Hiding velocity experiment - this will not check the benefits of any long-term history encoding, as only two states can be used to approximate velocity.

We totally agree just that hiding the velocities is not a reasonable task to check for long-term histories. This task was taken from prior work [3]. However, note that for the privileged information setting -- i.e., all TD3 and SAC experiments -- we also randomized the masses of all links of a body by ±30\pm 30\\%, resulting in a very challenging task.

[3] Tianwei Ni, Benjamin Eysenbach, and Ruslan Salakhutdinov. Recurrent model-free rl can be a strong baseline for many pomdps. In ICML 2022, pp. 16691–16723.

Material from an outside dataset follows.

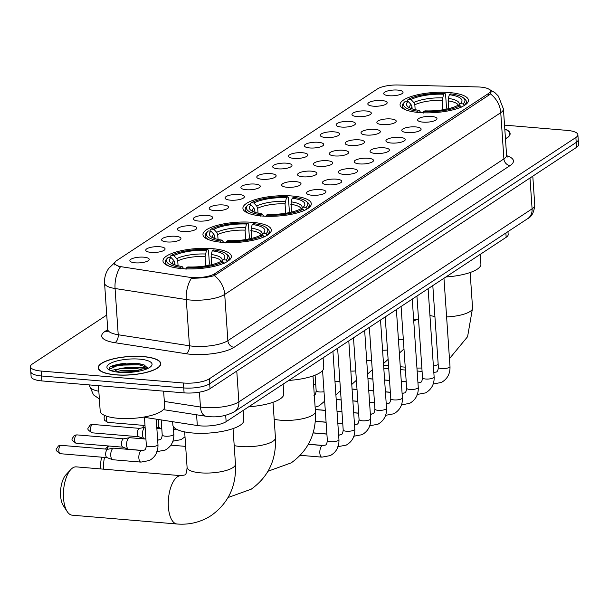 <?xml version="1.0" encoding="UTF-8"?>
<svg xmlns="http://www.w3.org/2000/svg" width="609" height="609" viewBox="0 0 609 609"><rect width="100%" height="100%" fill="white"/><g stroke="black" fill="none" stroke-linecap="round" stroke-linejoin="round"><path stroke-width="0.91" d="M292.282 196.014A34.264 10.071 -3.9 0 0 242.922 208.339A34.264 10.071 -3.9 0 0 261.931 215.997A34.264 10.071 -3.9 0 0 311.29 203.672A34.264 10.071 -3.9 0 0 292.282 196.014M252.309 222.331A34.264 10.071 -3.9 0 0 202.949 234.655A34.264 10.071 -3.9 0 0 221.958 242.313A34.264 10.071 -3.9 0 0 271.317 229.996A34.264 10.071 -3.9 0 0 252.309 222.331M212.335 248.647A34.264 10.071 -3.9 0 0 162.976 260.972A34.264 10.071 -3.9 0 0 181.984 268.63A34.264 10.071 -3.9 0 0 231.344 256.313A34.264 10.071 -3.9 0 0 212.335 248.647M449.427 92.553A34.264 10.071 -3.9 0 0 400.067 104.877A34.264 10.071 -3.9 0 0 419.076 112.536A34.264 10.071 -3.9 0 0 468.435 100.211A34.264 10.071 -3.9 0 0 449.427 92.553M373.203 106.172A9.698 2.855 176.1 0 1 368.026 104.52A9.698 2.855 176.1 0 1 371.581 101.452A9.698 2.855 176.1 0 1 381.797 100.515A9.698 2.855 176.1 0 1 387.042 103.225A9.698 2.855 176.1 0 1 373.203 106.172M357.338 116.616A9.698 2.855 176.1 0 1 352.162 114.964A9.698 2.855 176.1 0 1 355.717 111.896A9.698 2.855 176.1 0 1 365.933 110.96A9.698 2.855 176.1 0 1 371.178 113.67A9.698 2.855 176.1 0 1 357.338 116.616M341.474 127.06A9.698 2.855 176.1 0 1 336.297 125.408A9.698 2.855 176.1 0 1 339.852 122.34A9.698 2.855 176.1 0 1 350.068 121.404A9.698 2.855 176.1 0 1 355.313 124.114A9.698 2.855 176.1 0 1 341.474 127.06M325.617 137.505A9.698 2.855 176.1 0 1 320.433 135.853A9.698 2.855 176.1 0 1 323.988 132.785A9.698 2.855 176.1 0 1 334.204 131.849A9.698 2.855 176.1 0 1 339.457 134.559A9.698 2.855 176.1 0 1 325.617 137.505M309.753 147.949A9.698 2.855 176.1 0 1 304.576 146.297A9.698 2.855 176.1 0 1 308.124 143.229A9.698 2.855 176.1 0 1 318.34 142.293A9.698 2.855 176.1 0 1 323.592 145.003A9.698 2.855 176.1 0 1 309.753 147.949M293.888 158.393A9.698 2.855 176.1 0 1 288.712 156.741A9.698 2.855 176.1 0 1 292.259 153.674A9.698 2.855 176.1 0 1 302.475 152.737A9.698 2.855 176.1 0 1 307.728 155.447A9.698 2.855 176.1 0 1 293.888 158.393M278.024 168.838A9.698 2.855 176.1 0 1 272.847 167.186A9.698 2.855 176.1 0 1 276.395 164.118A9.698 2.855 176.1 0 1 286.611 163.182A9.698 2.855 176.1 0 1 291.863 165.884A9.698 2.855 176.1 0 1 278.024 168.838M262.159 179.282A9.698 2.855 176.1 0 1 256.983 177.63A9.698 2.855 176.1 0 1 260.538 174.562A9.698 2.855 176.1 0 1 270.746 173.626A9.698 2.855 176.1 0 1 275.999 176.328A9.698 2.855 176.1 0 1 262.159 179.282M246.295 189.726A9.698 2.855 176.1 0 1 241.118 188.074A9.698 2.855 176.1 0 1 244.673 185.007A9.698 2.855 176.1 0 1 254.889 184.07A9.698 2.855 176.1 0 1 260.134 186.773A9.698 2.855 176.1 0 1 246.295 189.726M230.43 200.171A9.698 2.855 176.1 0 1 225.254 198.519A9.698 2.855 176.1 0 1 228.809 195.451A9.698 2.855 176.1 0 1 239.025 194.515A9.698 2.855 176.1 0 1 244.27 197.217A9.698 2.855 176.1 0 1 230.43 200.171M214.566 210.615A9.698 2.855 176.1 0 1 209.389 208.963A9.698 2.855 176.1 0 1 212.944 205.895A9.698 2.855 176.1 0 1 223.16 204.959A9.698 2.855 176.1 0 1 228.405 207.661A9.698 2.855 176.1 0 1 214.566 210.615M198.701 221.059A9.698 2.855 176.1 0 1 193.525 219.407A9.698 2.855 176.1 0 1 197.08 216.34A9.698 2.855 176.1 0 1 207.296 215.403A9.698 2.855 176.1 0 1 212.541 218.106A9.698 2.855 176.1 0 1 198.701 221.059M182.845 231.504A9.698 2.855 176.1 0 1 177.661 229.852A9.698 2.855 176.1 0 1 181.216 226.784A9.698 2.855 176.1 0 1 191.432 225.848A9.698 2.855 176.1 0 1 196.684 228.55A9.698 2.855 176.1 0 1 182.845 231.504M166.98 241.948A9.698 2.855 176.1 0 1 161.804 240.296A9.698 2.855 176.1 0 1 165.351 237.228A9.698 2.855 176.1 0 1 175.567 236.292A9.698 2.855 176.1 0 1 180.82 238.994A9.698 2.855 176.1 0 1 166.98 241.948M151.116 252.392A9.698 2.855 176.1 0 1 145.939 250.741A9.698 2.855 176.1 0 1 149.487 247.673A9.698 2.855 176.1 0 1 159.703 246.736A9.698 2.855 176.1 0 1 164.955 249.439A9.698 2.855 176.1 0 1 151.116 252.392M135.251 262.837A9.698 2.855 176.1 0 1 130.075 261.185A9.698 2.855 176.1 0 1 133.622 258.117A9.698 2.855 176.1 0 1 143.838 257.181A9.698 2.855 176.1 0 1 149.091 259.883A9.698 2.855 176.1 0 1 135.251 262.837M389.067 95.727A9.698 2.855 176.1 0 1 383.891 94.075A9.698 2.855 176.1 0 1 387.446 91.007A9.698 2.855 176.1 0 1 397.662 90.071A9.698 2.855 176.1 0 1 402.907 92.781A9.698 2.855 176.1 0 1 389.067 95.727M382.246 124.601A9.698 2.855 176.1 0 1 377.07 122.942A9.698 2.855 176.1 0 1 380.617 119.882A9.698 2.855 176.1 0 1 390.833 118.945A9.698 2.855 176.1 0 1 396.086 121.648A9.698 2.855 176.1 0 1 382.246 124.601M366.382 135.046A9.698 2.855 176.1 0 1 361.206 133.386A9.698 2.855 176.1 0 1 364.753 130.326A9.698 2.855 176.1 0 1 374.969 129.39A9.698 2.855 176.1 0 1 380.222 132.092A9.698 2.855 176.1 0 1 366.382 135.046M350.518 145.49A9.698 2.855 176.1 0 1 345.341 143.831A9.698 2.855 176.1 0 1 348.888 140.77A9.698 2.855 176.1 0 1 359.104 139.834A9.698 2.855 176.1 0 1 364.357 142.536A9.698 2.855 176.1 0 1 350.518 145.49M334.653 155.934A9.698 2.855 176.1 0 1 329.477 154.275A9.698 2.855 176.1 0 1 333.032 151.215A9.698 2.855 176.1 0 1 343.24 150.278A9.698 2.855 176.1 0 1 348.493 152.981A9.698 2.855 176.1 0 1 334.653 155.934M318.789 166.379A9.698 2.855 176.1 0 1 313.612 164.719A9.698 2.855 176.1 0 1 317.167 161.659A9.698 2.855 176.1 0 1 327.383 160.723A9.698 2.855 176.1 0 1 332.628 163.425A9.698 2.855 176.1 0 1 318.789 166.379M302.924 176.823A9.698 2.855 176.1 0 1 297.748 175.164A9.698 2.855 176.1 0 1 301.303 172.103A9.698 2.855 176.1 0 1 311.519 171.167A9.698 2.855 176.1 0 1 316.764 173.869A9.698 2.855 176.1 0 1 302.924 176.823M287.06 187.26A9.698 2.855 176.1 0 1 281.883 185.608A9.698 2.855 176.1 0 1 285.438 182.54A9.698 2.855 176.1 0 1 295.654 181.611A9.698 2.855 176.1 0 1 300.899 184.314A9.698 2.855 176.1 0 1 287.06 187.26M423.011 122.135A9.698 2.855 176.1 0 1 417.835 120.483A9.698 2.855 176.1 0 1 421.382 117.415A9.698 2.855 176.1 0 1 431.598 116.479A9.698 2.855 176.1 0 1 436.851 119.181A9.698 2.855 176.1 0 1 423.011 122.135M407.147 132.579A9.698 2.855 176.1 0 1 401.97 130.927A9.698 2.855 176.1 0 1 405.518 127.86A9.698 2.855 176.1 0 1 415.734 126.923A9.698 2.855 176.1 0 1 420.986 129.626A9.698 2.855 176.1 0 1 407.147 132.579M391.282 143.024A9.698 2.855 176.1 0 1 386.106 141.372A9.698 2.855 176.1 0 1 389.661 138.304A9.698 2.855 176.1 0 1 399.869 137.368A9.698 2.855 176.1 0 1 405.122 140.07A9.698 2.855 176.1 0 1 391.282 143.024M375.418 153.468A9.698 2.855 176.1 0 1 370.242 151.816A9.698 2.855 176.1 0 1 373.797 148.748A9.698 2.855 176.1 0 1 384.013 147.812A9.698 2.855 176.1 0 1 389.258 150.514A9.698 2.855 176.1 0 1 375.418 153.468M359.554 163.912A9.698 2.855 176.1 0 1 354.377 162.26A9.698 2.855 176.1 0 1 357.932 159.193A9.698 2.855 176.1 0 1 368.148 158.256A9.698 2.855 176.1 0 1 373.393 160.959A9.698 2.855 176.1 0 1 359.554 163.912M343.689 174.357A9.698 2.855 176.1 0 1 338.513 172.705A9.698 2.855 176.1 0 1 342.068 169.637A9.698 2.855 176.1 0 1 352.284 168.701A9.698 2.855 176.1 0 1 357.529 171.403A9.698 2.855 176.1 0 1 343.689 174.357M327.825 184.801A9.698 2.855 176.1 0 1 322.648 183.149A9.698 2.855 176.1 0 1 326.203 180.081A9.698 2.855 176.1 0 1 336.419 179.145A9.698 2.855 176.1 0 1 341.664 181.847A9.698 2.855 176.1 0 1 327.825 184.801M311.968 195.245A9.698 2.855 176.1 0 1 306.784 193.593A9.698 2.855 176.1 0 1 310.339 190.526A9.698 2.855 176.1 0 1 320.555 189.589A9.698 2.855 176.1 0 1 325.8 192.292A9.698 2.855 176.1 0 1 311.968 195.245M477.776 86.942A17.455 5.131 176.1 0 1 480.6 87.095A17.455 5.131 176.1 0 1 490.283 91A17.455 5.131 176.1 0 1 488.479 93.497L214.733 273.723A17.455 5.131 176.1 0 1 188.798 277.194L121.792 266.811A17.455 5.131 176.1 0 1 114.705 263.21A17.455 5.131 176.1 0 1 116.509 260.713L377.435 88.929A17.455 5.131 176.1 0 1 397.943 84.994L477.776 86.942M507.975 231.618L508.172 234.518A19.397 5.702 176.1 0 1 506.163 237.297L226.129 421.664A19.397 5.702 176.1 0 1 197.316 425.524L143.343 417.157M143.381 356.577A31.356 9.219 -3.9 0 0 98.209 367.851A31.356 9.219 -3.9 0 0 115.603 374.862A31.356 9.219 -3.9 0 0 160.776 363.588A31.356 9.219 -3.9 0 0 143.381 356.577M491.197 91.7L490.39 93.87L489.423 94.76L214.353 275.603C208.91 277.209 202.051 278.085 193.776 278.237L191.424 278.214A22.624 13.162 98.8 0 0 186.293 299.559L115.071 288.514A25.86 7.605 176.1 0 1 104.573 283.185L107.724 329.416A25.86 7.605 -3.9 0 0 118.222 334.752L189.452 345.79A25.86 7.605 -3.9 0 0 193.289 346.247A25.86 7.605 -3.9 0 0 227.865 340.644L503.902 158.911A25.86 7.605 -3.9 0 0 506.581 155.211L507.297 157.061L506.315 156.483M125.507 363.314A26.179 7.696 -3.9 0 0 110.808 366.549M106.742 315.043L32.46 363.946A19.397 5.702 -3.9 0 0 30.45 366.725L31.12 376.583A19.397 5.702 -3.9 0 0 41.884 380.922L184.085 392.874L183.751 387.941A19.397 5.702 -3.9 0 0 209.679 383.739L576.205 142.43A19.397 5.702 -3.9 0 0 578.215 139.651A19.397 5.702 -3.9 0 1 576.205 142.43L209.679 383.739A19.397 5.702 -3.9 0 1 183.751 387.941L41.541 375.989L183.751 387.941L183.416 383.008A19.397 5.702 -3.9 0 0 209.344 378.806L575.87 137.497A19.397 5.702 -3.9 0 0 577.88 134.726A19.397 5.702 -3.9 0 0 567.116 130.387L504.534 125.127M30.785 371.657A19.397 5.702 -3.9 0 0 41.541 375.989A19.397 5.702 -3.9 0 1 30.785 371.657M506.65 155.698A32.323 9.508 176.1 0 1 510.106 165.564L234.069 347.297A32.323 9.508 176.1 0 1 190.845 354.293A32.323 9.508 176.1 0 1 186.042 353.73L114.819 342.684A6.463 3.761 -81.2 0 0 118.222 334.752L115.071 288.514A22.624 13.162 98.8 0 1 120.163 267.237L114.043 263.788L114.789 262.464M505.47 138.913A31.356 9.219 -3.9 0 0 510.114 133.592A31.356 9.219 -3.9 0 0 504.792 128.948M30.45 366.725A19.397 5.702 -3.9 0 0 41.206 371.056L183.416 383.008M147.127 368.788A25.86 7.605 -3.9 0 0 141.615 368.042A25.86 7.605 -3.9 0 0 130.577 367.943M184.085 392.874A19.397 5.702 -3.9 0 0 210.021 388.671L576.54 147.363A19.397 5.702 -3.9 0 0 578.55 144.584L577.88 134.726M505.455 138.738A31.029 9.127 -3.9 0 0 509.794 133.615A31.029 9.127 -3.9 0 0 504.8 129.123M115.748 374.771A31.029 9.127 -3.9 0 0 160.449 363.611A31.029 9.127 -3.9 0 0 143.237 356.676A31.029 9.127 -3.9 0 0 98.536 367.836A31.029 9.127 -3.9 0 0 115.748 374.771M98.452 385.68L100.188 411.075A32.323 9.508 -3.9 0 0 118.116 418.299A32.323 9.508 -3.9 0 0 164.681 406.675L163.623 391.153M110.549 370.531L120.209 368.689A16.161 4.75 -3.9 0 0 114.347 371.612M120.209 368.689L137.162 368.544L143.031 370.219M115.893 371.893L121.115 370.5L137.299 370.5L139.796 371.01M147.987 368.399L144.082 364.882L138.205 363.451L110.983 366.443L109.894 367.166L109.064 369.054L109.407 370.021M139.514 359.127A22.624 6.653 -3.9 0 0 114.576 361.647A22.624 6.653 -3.9 0 0 108.151 369.229A22.624 6.653 -3.9 0 0 119.471 372.32A22.624 6.653 -3.9 0 0 151.108 366.298A22.624 6.653 -3.9 0 0 139.514 359.127M109.118 369.381L118.359 365.164L138.966 364.806L147.66 367.379M122.135 372.48L133.249 372.061M110.922 366.481L118.291 364.182L138.898 363.824L144.797 365.179M118.001 372.175L137.672 371.429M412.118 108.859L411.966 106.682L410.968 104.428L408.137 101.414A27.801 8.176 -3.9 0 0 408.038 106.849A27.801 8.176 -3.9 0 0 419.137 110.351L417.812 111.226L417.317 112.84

I have a suggestion for another experiment - simplify further the policy by removing the πθa\pi^a_\theta, and keeping only πθz\pi^z_\theta

We are not sure if we fully understand this idea. Do you mean that we should define the next policy state to also be the action? This is something that is totally doable but limits the policy state to representations useful for actions.

What do you mean by "our method could be used in combination with complex policy structures such as Neural ODEs." can you elaborate?

In our main paper, we now discuss and highlight how a parametric ODE can be placed in a policy and directly optimized by our gradient estimator (c.f., Fig 2). In our experiments, we placed the ODE of an oscillator into the policy and learned its parameters. We simulated the ODE using the Euler method. While this ODE is not considered a neural ODE, this experiment could be easily extended to a setting in which some parameters of the ODE (for instance, a friction coefficient) are estimated by a neural network.

All Minor Remarks

Thank you very much for pointing out all these inconsistencies. All of them are fixed in the latest version of the paper. For the causality dilemma, we added another sentence to make it more clear. We used Mio. as an abbreviation for million, which was not correct.

We thank the reviewer again for the detailed review. We genuinely believe that his suggestions significantly improved the quality of our paper!

审稿意见
8

The paper proposes a novel method for decomposing a stateful policy into a stochastic internal state kernel and a stateless policy, resulting in a new policy gradient that is applicable to POMDPs without the need for backpropagating through time (BPTT). At the heart of this technique is the modification of the policy to output not only an action but also a prediction over the subsequent internal state. The authors have derived both stochastic and deterministic policy gradient theorems for this framework and have expanded the variance analysis of Papini et al. for policy gradient estimators. The experimental results demonstrate that the proposed method rivals algorithms that use full BPTT while requiring considerably less computational effort.

优点

  • The paper is very clear and provides a thorough presentation of the theory proposed by the method. I believe that this work will serve as a good reference for any work building on alternatives to BPTT for POMDPs.

  • To my knowledge, the results presented are novel.

  • The authors have conducted a detailed analysis of the algorithm across several complex tasks.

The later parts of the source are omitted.